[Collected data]

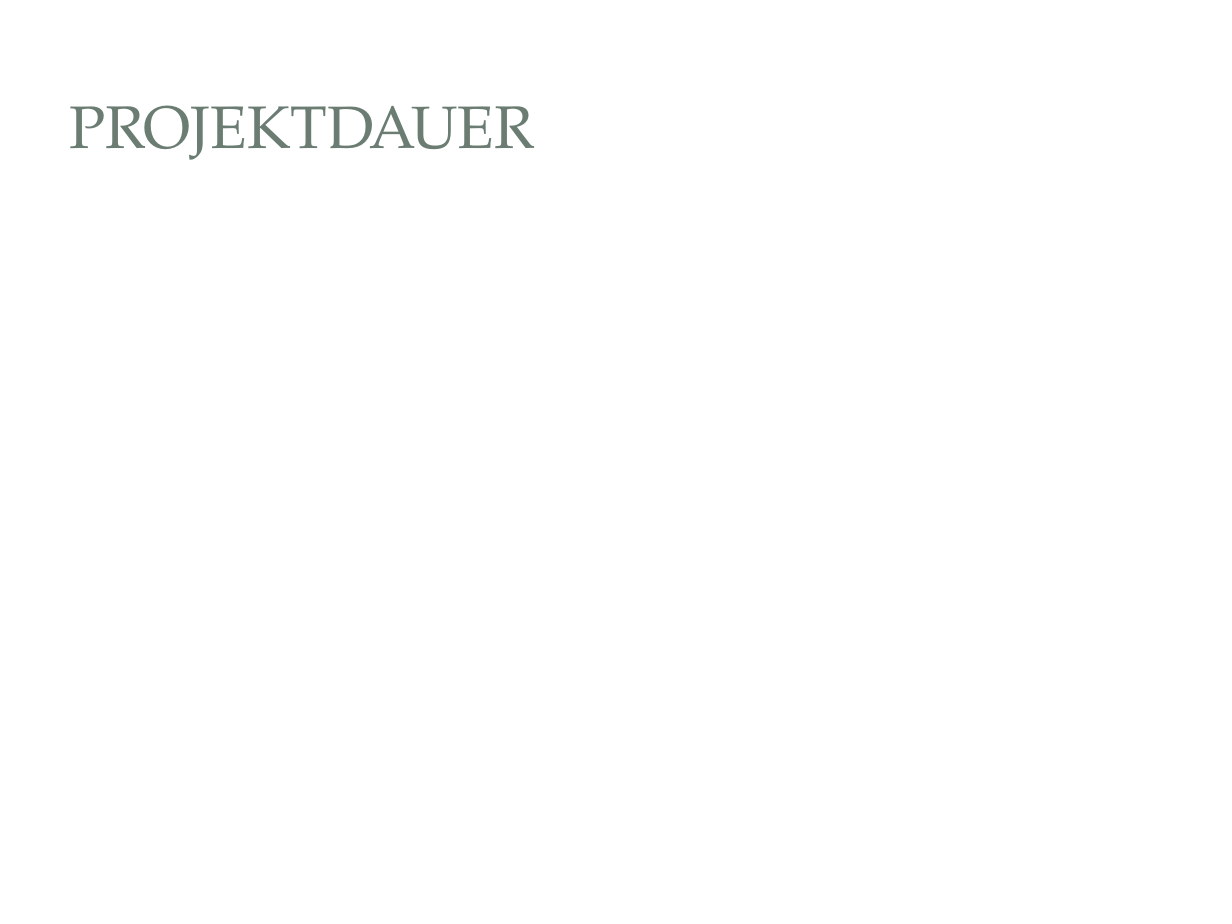
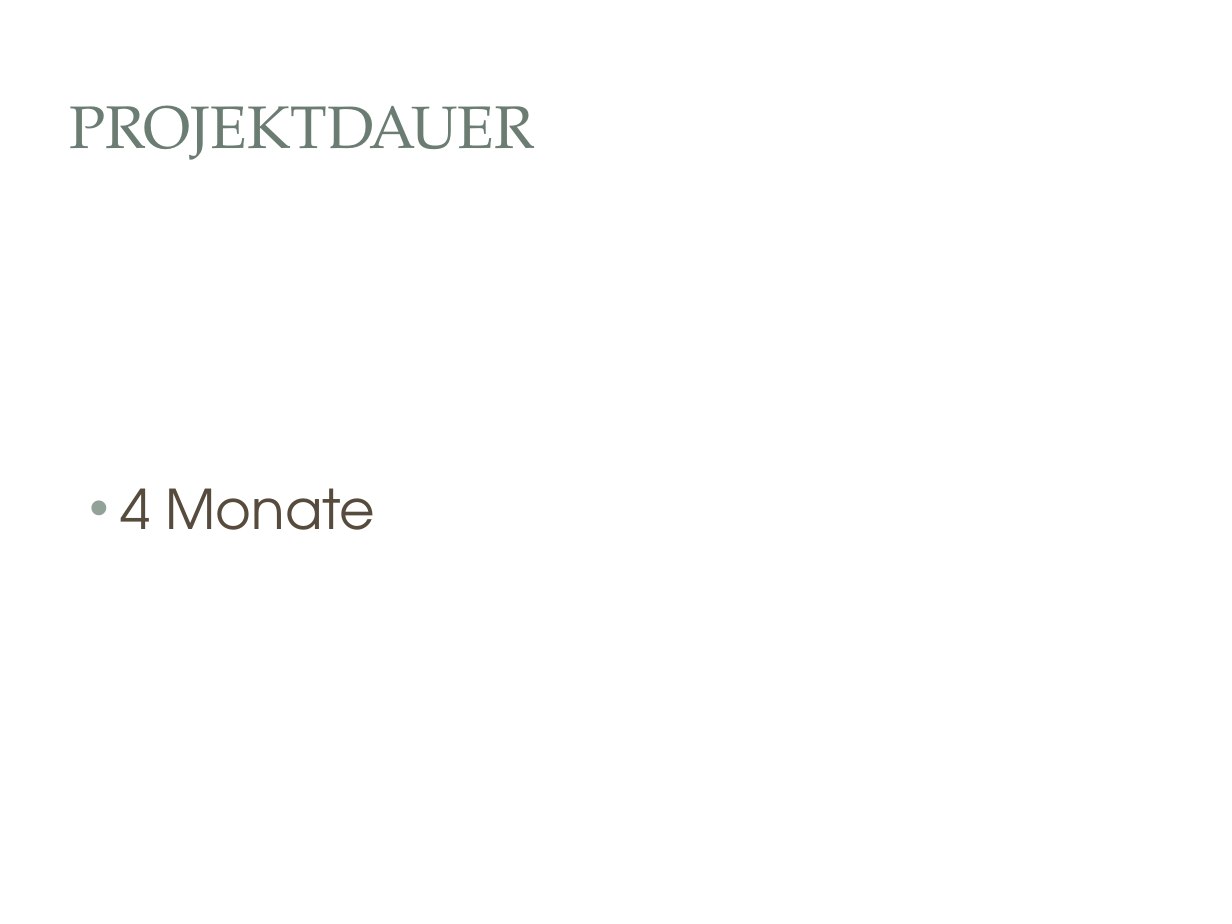
Before and after one commit to lightstalker89/MIT_SAD, a slide deck: slide 7 of 4th_sem/ak_SAD/grill_murrent/Ausgwählte Kapitel SAD.pptx. Drawn at 1232x924 pixels with LibreOffice and Linux fonts; fonts in the diff are those of the drawing; background and template pictures are left out. Boxes give left, top, right and bottom in pixels: in the first picture for what was removed or moved away, otherwise in the second. Text is boxed around its words. In the diff, an @@ line names an element or a change of style, - is before the commit and + after.

```diff
--- a/4th_sem/ak_SAD/grill_murrent/Ausgwählte Kapitel SAD.pptx
+++ b/4th_sem/ak_SAD/grill_murrent/Ausgwählte Kapitel SAD.pptx
@@ text added at (120,488,376,530), 32 pt, text #564B3C @@
+• 4 Monate
```
Also in this commit, not shown: 2 other slides changed.

#### [What the task requires]
Using the records above, select and copy every line that has the word "pptx".

#### [Solution]
Before and after one commit to lightstalker89/MIT_SAD, a slide deck: slide 7 of 4th_sem/ak_SAD/grill_murrent/Ausgwählte Kapitel SAD.pptx. Drawn at 1232x924 pixels with LibreOffice and Linux fonts; fonts in the diff are those of the drawing; background and template pictures are left out. Boxes give left, top, right and bottom in pixels: in the first picture for what was removed or moved away, otherwise in the second. Text is boxed around its words. In the diff, an @@ line names an element or a change of style, - is before the commit and + after.
--- a/4th_sem/ak_SAD/grill_murrent/Ausgwählte Kapitel SAD.pptx
+++ b/4th_sem/ak_SAD/grill_murrent/Ausgwählte Kapitel SAD.pptx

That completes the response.